What you are asked to do -
Please retype only the lines below that run from the one containing "Bone 'B_Skirt2' (bone_b_skirt2)" through the last line, both included, without altering a word.

━━━ Exercise materials

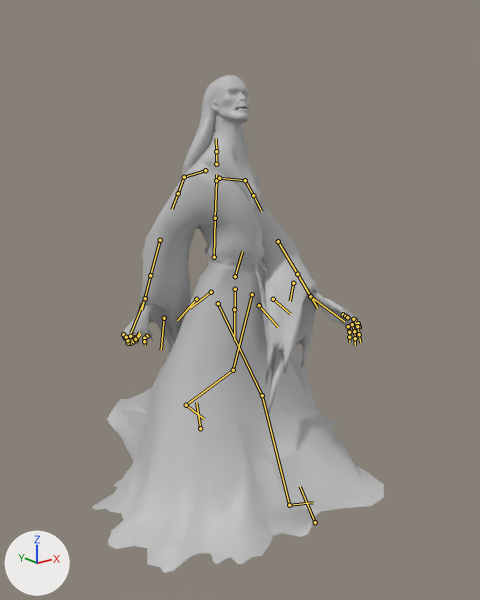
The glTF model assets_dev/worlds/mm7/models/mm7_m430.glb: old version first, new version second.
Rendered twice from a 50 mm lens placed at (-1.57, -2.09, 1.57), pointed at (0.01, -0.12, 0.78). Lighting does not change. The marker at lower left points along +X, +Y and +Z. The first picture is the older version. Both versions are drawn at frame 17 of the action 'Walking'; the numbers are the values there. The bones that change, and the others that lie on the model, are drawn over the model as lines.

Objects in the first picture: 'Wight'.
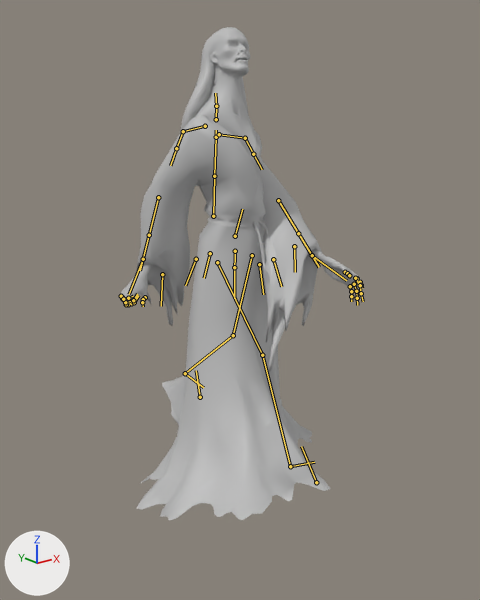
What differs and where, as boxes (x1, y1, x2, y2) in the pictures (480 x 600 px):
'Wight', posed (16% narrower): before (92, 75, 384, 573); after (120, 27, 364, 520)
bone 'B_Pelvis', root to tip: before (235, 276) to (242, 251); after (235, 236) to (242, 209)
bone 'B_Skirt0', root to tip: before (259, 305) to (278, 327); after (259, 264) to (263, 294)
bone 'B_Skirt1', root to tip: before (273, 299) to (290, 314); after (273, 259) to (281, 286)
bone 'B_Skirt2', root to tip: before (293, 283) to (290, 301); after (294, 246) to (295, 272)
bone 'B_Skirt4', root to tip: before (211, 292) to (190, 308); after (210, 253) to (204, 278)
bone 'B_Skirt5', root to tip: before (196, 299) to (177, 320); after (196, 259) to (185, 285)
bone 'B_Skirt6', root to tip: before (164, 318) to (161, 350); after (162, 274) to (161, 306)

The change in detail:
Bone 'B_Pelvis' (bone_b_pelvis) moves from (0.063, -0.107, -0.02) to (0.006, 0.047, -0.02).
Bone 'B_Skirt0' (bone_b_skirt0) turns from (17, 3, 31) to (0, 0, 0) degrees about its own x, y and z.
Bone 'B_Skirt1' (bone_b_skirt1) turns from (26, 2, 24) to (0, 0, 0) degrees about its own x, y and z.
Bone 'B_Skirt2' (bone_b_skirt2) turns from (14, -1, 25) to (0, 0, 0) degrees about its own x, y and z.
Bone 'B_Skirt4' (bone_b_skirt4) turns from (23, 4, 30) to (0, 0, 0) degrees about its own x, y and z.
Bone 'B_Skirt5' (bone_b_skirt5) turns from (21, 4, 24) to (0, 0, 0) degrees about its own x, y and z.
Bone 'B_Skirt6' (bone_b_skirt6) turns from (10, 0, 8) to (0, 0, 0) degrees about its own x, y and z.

━━━━━━

Answer to the exercise -
Bone 'B_Skirt2' (bone_b_skirt2) turns from (14, -1, 25) to (0, 0, 0) degrees about its own x, y and z.
Bone 'B_Skirt4' (bone_b_skirt4) turns from (23, 4, 30) to (0, 0, 0) degrees about its own x, y and z.
Bone 'B_Skirt5' (bone_b_skirt5) turns from (21, 4, 24) to (0, 0, 0) degrees about its own x, y and z.
Bone 'B_Skirt6' (bone_b_skirt6) turns from (10, 0, 8) to (0, 0, 0) degrees about its own x, y and z.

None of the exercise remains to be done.